# 2004 2.5S, Complete Newbie, What to do?



## mlepage (Nov 13, 2006)

Last summer I got a 2004 Altima 2.5S off rental, great body condition, about 45K km. This weekend, it's at 55K km, and I just installed a K&N air filter as the first mod.

It's basically used as a family sedan. I travel about 10-15mins to work and back, and every month or three we travel on the highway to visit relatives about 100km from here. We're in Canada, so the snow will start soon for winter season.

I know next to nothing about modding cars, though with good instructions I can do simple things. I don't want to mod this up for street racing or track racing or anything like that. I'm not interested in looks, just function.

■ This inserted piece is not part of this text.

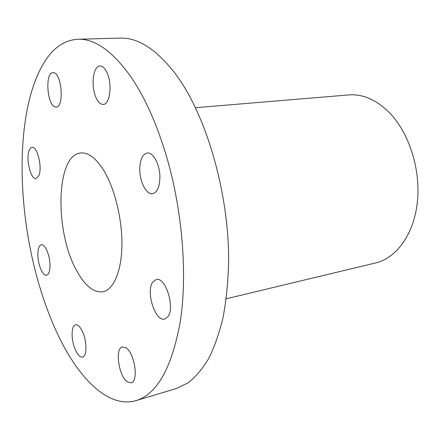 <?xml version="1.0" encoding="UTF-8"?>
<svg xmlns="http://www.w3.org/2000/svg" width="440" height="440" viewBox="0 0 440 440"><rect width="100%" height="100%" fill="white"/><g stroke="black" fill="none" stroke-linecap="round" stroke-linejoin="round"><path stroke-width="0.66" d="M55.374 106.97C47.124 106.007 44.704 72.397 52.987 72.677L53.471 72.699C61.809 72.88 64.433 107.465 56.15 107.025L55.374 106.97M136.054 400.625L176.561 388.459L188.183 382.795C195.613 376.976 202.444 368.902 208.665 358.578C214.429 346.984 219.214 333.355 223.009 317.697C226.144 301.01 228.008 282.937 228.602 263.472C229.521 193.661 205.942 113.454 174.581 72.727C155.864 48.989 137.758 37.45 120.252 38.115L77.974 39.254C65.522 39.969 54.978 46.59 46.343 59.114C17.523 101.074 15.466 191.301 34.496 267.636C40.596 292.397 48.56 315.084 58.388 335.704C79.107 379.06 108.686 408.606 136.004 400.642L136.054 400.625C157.19 394.174 171.969 367.642 180.389 321.03C187.385 274.984 182.606 212.531 167.282 158.989C157.13 124.311 144.612 96.377 129.729 75.185C111.678 50.573 94.424 38.594 77.974 39.254M226.226 298.793L375.755 262.906C396.402 258.093 413.892 234.366 417.368 202.114C420.866 169.906 409.299 133.309 389.791 113.064C376.668 99.875 362.984 93.83 348.755 94.925L195.509 107.701M38.885 175.621L36.086 178.613C30.806 179.894 25.652 159.06 29.112 150.645C29.854 148.632 30.833 147.548 32.049 147.389C37.301 146.041 42.537 167.481 38.885 175.621M49.94 263.637C50.188 270.49 49.071 274.351 46.607 275.22C43.071 276.183 38.396 265.942 37.923 256.449C37.642 249.535 38.764 245.636 41.294 244.739C44.748 243.788 49.489 254.012 49.94 263.637M83.309 333.559C87.17 343.233 86.697 356.477 82.555 357.099C79.783 357.396 77.149 354.404 74.657 348.134C70.906 338.509 71.352 325.452 75.548 324.814C78.221 324.517 80.806 327.432 83.309 333.559M125.934 347.77C134.624 352.743 138.919 381.684 131.153 382.833L127.281 381.793C118.624 376.068 114.725 348.084 122.447 346.923L125.934 347.77M152.752 282.123L156.167 279.538C165.446 276.309 175.412 307.841 167.778 316.811L164.725 319.027C155.315 322.163 145.563 291.605 152.752 282.123M139.783 170.412C139.766 160.193 142.225 154.391 147.163 153.01C152.988 151.927 159.72 164.131 159.902 176.55C159.825 186.654 157.41 192.374 152.658 193.715C146.657 194.898 140.03 182.655 139.783 170.412M96.091 97.757C90.651 86.504 93.055 65.747 100.012 65.984C102.542 65.967 104.836 68.101 106.893 72.38C112.541 83.721 109.972 104.72 103.202 104.418C100.54 104.462 98.17 102.245 96.091 97.757M103.681 170.308C95.948 158.065 88.303 152.29 80.74 152.982C55.853 154.764 54.527 231.171 76.357 270.094C84.755 285.736 93.654 292.958 103.048 291.759C113.597 289.619 121.578 271.403 121.919 245.24C122.276 219.104 114.675 188.26 103.681 170.308"/></g></svg>

I'm interested in simple, relatively inexpensive things I can do to basically get more out of what is already a good car. It's great when it's just me driving, but when loaded up with family and luggage/groceries/etc. it makes me wish I had a 3.5.

For example, I just installed a K&N air filter. Even if I don't get much more power, it should be better on maintenance, price, and maybe mileage, right?

But I have no idea what I should do next. Like, if I was only going to do a handful of things, what should I be doing? Are there any links or tutorials that will take me through the first few "must-have" mods?

Thanks!


----------



## acriml01 (May 12, 2004)

Well, inexpensive is a relative term. Is a $300 custom exhaust inexpensive? Is a $300 cold-air intake inexpensive? I tried the K&N, but once I got the Nismo CAI, I regret having wasted my money on just a drop-in filter. Modding a car is like a cocaine addiction. Once you've tried a little, its hard to stop.

The four most recommended mods that I've seen for the QR25: exhaust, cold-air intake, header (might not be legal in your area), crank pulley. After that, it starts getting a little on the expensive side, like cams, fuel management, and even turbo.

Check out NissanPerformanceMag.com. Their project cars will give you good ideas on where to go. Also check out the sticky at the top of this forum: http://www.nissanforums.com/l31-2002-altima/8361-aftermarket-custom-parts-list.html


----------



## cdmorenot (Dec 22, 2005)

^ he's right it depends what you want... 
when i really got into modding out the altima my biggest thing were breaks and suspension. i wanted the car lowered for better handling and i also added sway bars, and a strut bar, all together about 1,200.00 .... after that came intake 250.00 headers and downpipe 400.00 cams were about 450.00 ... anyway.. it all depends on what you really want.. any car with weight added will not perform as well but that's something obvious... engine management might somehow be able to help out with that.. stillen has the QR pro in my opinion i think it's overpriced at 450.00 but i was able to get mine for 150.00 so ... i love it... 
there alot out there.. you just have to know what you're going for.


----------



## LSUtigerME (Jul 13, 2006)

In my opinion...Don't waste money on the performance of the 2.5. (Yes, I have one) You won't get nearly what you pay for, aka your cost/hp ratio is very high. If you want, go intake because it will actually pay for itself since it is known to bring up the gas mileage, if you can maintain the same driving style. Exhaust will get you a different sound, but it still won't go anywhere. Even some of the most highly modded N/A QR's (cams, exhaust, header, intake, pulley, ecu, etc.) haven't pulled 200whp. Just save that money, which is well over $2000.

The altima can definitely be improved in the looks. Simple things like wheels, drop, lip, etc. Tint the windows, change the grille, fog lights, maybe black out the headlights.


----------



## cdmorenot (Dec 22, 2005)

CAMS, INTAKE, PULLEY, HEADERS, QR HASN'T SEEN 200WHP ?

LOL. I'LL GET A DYNO SHEET UP HERE ASAP.

IT'S AMAZING WHAT A GUY WITH A LAPTOP CAN DO.


----------